TNO, Microbiology and Systems Biology Group
Zeist, The Netherlands
Medical Research: What is the background for this study? What are the main findings?
Dr. Wopereis: For the first time we could demonstrate the very subtle start of negative health effects caused by a high calorie snack diet in healthy men. We already knew about the negative consequences of such diets from so called epidemiologic studies. In such studies, scientists compare large populations (thousands of people) to better understand disease development. For example, by comparing obese populations to a lean population, scientists could define various steps in the disease development related to obesity, like high cholesterol, onset of inflammation, high blood pressure, high glucose, etc. Yet, the early deviations from health were difficult to study because human metabolism (the way we digest and metabolize our meals from a biochemical viewpoint) is very flexible and able to efficiently deal with all kinds of daily stressors, such as a meal or intensive exercise. So, at TNO we decided to exploit this flexibility by giving our healthy volunteers a ‘challenge test’, in the form of a high-fat milkshake. Next, we studied how multiple aspects of their metabolism react to such a challenge test. We showed that a snack diet for 4 weeks reduced many aspects of flexibility of our healthy men, thus indicating very early changes in health. Both the high-fat challenge test and the integral study of many different outcomes form a novel approach of what “healthy” really means.

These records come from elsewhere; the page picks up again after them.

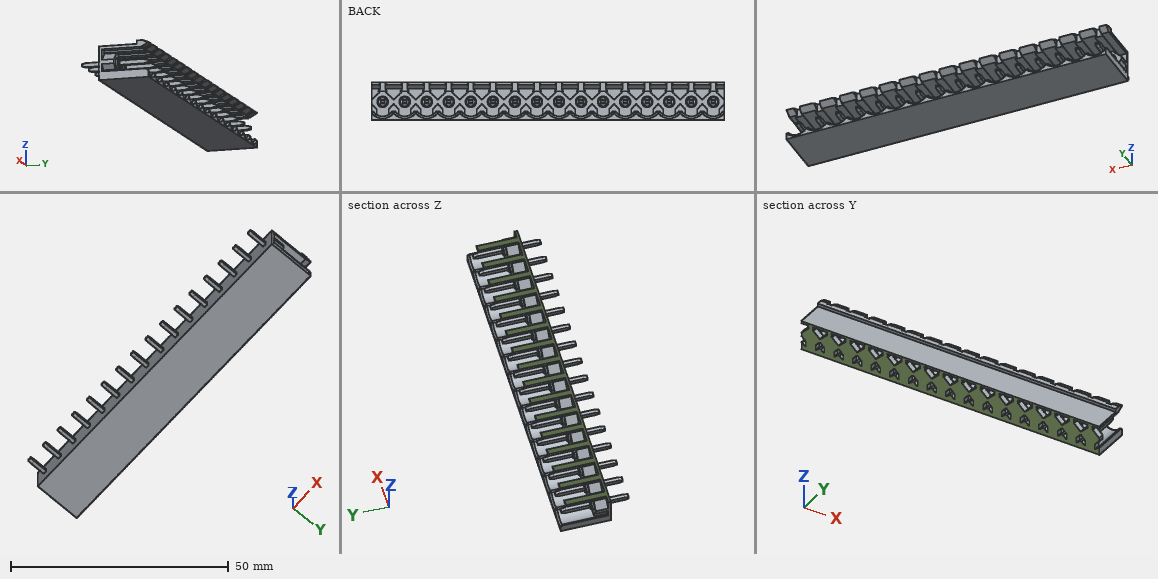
import cadquery as cq


length = 81.2
contact_count = 16
pitch = length / contact_count
depth = 12.0
body_height = 7.95
wall = 0.7
floor_top = 2.0
floor_chamfer = 0.5
roof_underside = body_height - wall

lip_top = 8.8
lip_back = 9.2
lip_tip = 8.2
ramp_run = 1.5
undercut_run = 1.7

scallop_radius = 2.8
scallop_floor = 0.9
scallop_axis = scallop_floor + scallop_radius

notch_end = 10.3
notch_width = 1.2
notch_mouth = 1.95
flare_depth = 0.5
rib_height = 0.6
rib_root_width = 1.2
rib_base_width = 1.95
rib_underside = roof_underside - rib_height

pin_z = 4.2
pin_size = 1.0
pin_front = 11.3
pin_back = -4.8
pin_taper = 1.0
pin_tip_height = 0.5
socket_front = 3.65
socket_top = 6.5
socket_top_width = 1.3
socket_shoulder = 2.5
socket_foot_width = 2.8
flange_diameter = 2.5
flange_front = 4.4
flange_chamfer = 0.25


def extrude_along_length(points):
    """Extrude a (y, z) outline over the whole row."""
    return cq.Workplane("YZ").polyline(points).close().extrude(length)


def extrude_toward_front(points, start, end):
    """Extrude an (x, z) outline from y = start to y = end."""
    return cq.Workplane("XZ", origin=(0, start, 0)).polyline(points).close().extrude(start - end)


def mirrored(right_side):
    """Close an outline symmetric about x = 0 from the points of its right side."""
    return right_side + [(-x, v) for x, v in reversed(right_side)]


def at_every_contact(shape):
    """Copy a shape modelled round x = 0 to every contact position."""
    positions = [(pitch * (i + 0.5), 0) for i in range(contact_count)]
    return cq.Workplane("XY").pushPoints(positions).eachpoint(shape)


def make_floor():
    """Bottom wall with a scallop per contact; its upper front edge is chamfered all along."""
    floor = cq.Workplane("XY").box(length, depth, floor_top, centered=False)
    scallop = (
        cq.Workplane("XZ", origin=(0, wall, 0))
        .center(0, scallop_axis)
        .circle(scallop_radius)
        .extrude(wall - depth)
    )
    floor = floor.cut(at_every_contact(scallop))
    upper_front = cq.selectors.BoxSelector(
        (-wall, depth - wall, wall / 2), (length + wall, depth + wall, floor_top + wall)
    )
    return floor.faces(">Y").edges("not |Z").edges(upper_front).chamfer(floor_chamfer)


def make_back_and_roof():
    """Back wall, roof and the lip, whose nose is sloped above and below."""
    outline = [
        (0, 0),
        (0, body_height),
        (lip_back, body_height),
        (lip_back, lip_top),
        (depth - ramp_run, lip_top),
        (depth, lip_tip),
        (depth - undercut_run, roof_underside),
        (wall, roof_underside),
        (wall, 0),
    ]
    return extrude_along_length(outline)


def make_notch():
    """Slot through the lip in front of a contact, flared at the tip."""
    right_side = [
        (notch_width / 2, notch_end),
        (notch_width / 2, depth - flare_depth),
        (notch_mouth / 2, depth),
    ]
    return (
        cq.Workplane("XY", origin=(0, 0, rib_underside))
        .polyline(mirrored(right_side)).close()
        .extrude(lip_top - rib_underside)
    )


def make_rib():
    """Dovetail rib under the roof, wider at its lower face."""
    right_side = [
        (rib_root_width / 2, roof_underside),
        (rib_base_width / 2, rib_underside),
    ]
    return extrude_toward_front(mirrored(right_side), wall, notch_end)


def make_socket():
    """Faceted block round a pin, joined to its neighbours by webs as thick as the pin."""
    right_side = [
        (socket_top_width / 2, rib_underside),
        (socket_top_width / 2, socket_top),
        (pitch / 2, pin_z + pin_size / 2),
        (pitch / 2, pin_z - pin_size / 2),
        (socket_foot_width / 2, socket_shoulder),
        (socket_foot_width / 2, wall),
    ]
    flange = (
        cq.Workplane("XZ", origin=(0, socket_front, pin_z))
        .circle(flange_diameter / 2)
        .extrude(socket_front - flange_front)
        .faces(">Y").chamfer(flange_chamfer)
    )
    return extrude_toward_front(mirrored(right_side), wall, socket_front).union(flange)


def make_pin():
    """Square pin through the back wall, flattened above and below towards both tips."""
    top_edge = [
        (pin_back, pin_tip_height / 2),
        (pin_back + pin_taper, pin_size / 2),
        (pin_front - pin_taper, pin_size / 2),
        (pin_front, pin_tip_height / 2),
    ]
    outline = top_edge + [(y, -z) for y, z in reversed(top_edge)]
    return (
        cq.Workplane("YZ", origin=(-pin_size / 2, 0, pin_z))
        .polyline(outline).close()
        .extrude(pin_size)
    )


result = (
    make_back_and_roof()
    .union(make_floor())
    .cut(at_every_contact(make_notch()))
    .union(at_every_contact(make_rib()))
    .union(at_every_contact(make_socket()))
    .union(at_every_contact(make_pin()))
)

In the study we used two groups of male volunteers. One group of 10 healthy male volunteers and one group of 9 male volunteers with Metabolic Syndrome, who had a combination of 2 or more risk factors that raises your risk for heart disease and other health problems (unhealthy cholesterol levels, high blood pressure, high blood sugar, high blood lipids, and abdominal fat). In other words, subjects with Metabolic Syndrome have a suboptimal health condition. Both groups received a high-fat milk-shake, and before and up to 8 hours after consumption of this metabolic challenge-test, blood samples were taken. In these blood samples, 61 different biomarkers were measured, such as cholesterol and blood sugar. These 61 biomarkers were used for a thorough health assessment of these 2 groups in response to the challenge test. We noted that biochemical processes related to sugar metabolism, fat metabolism and inflammation function abnormal in subjects with Metabolic Syndrome. The next step was to provide the 10 healthy male volunteers with a snack diet for 4 weeks. On top of their normal diet they had to consume an additional 1300 kcal per day, in the form of sweets and savory products such as candy bars, tarts, peanuts, and crisps. After these 4 weeks the response of the same 61 biomarkers to the challenge test was evaluated. Here, we observed that signaling molecules such as hormones regulating the control of sugar and fat metabolism and inflammation were changed, resembling the very subtle start of negative health effects. Without the use of the challenge test, we would not have been able to observe that even this short period of overfeeding induces changes in the metabolism of healthy people that resemble what happens in people with metabolic syndrome.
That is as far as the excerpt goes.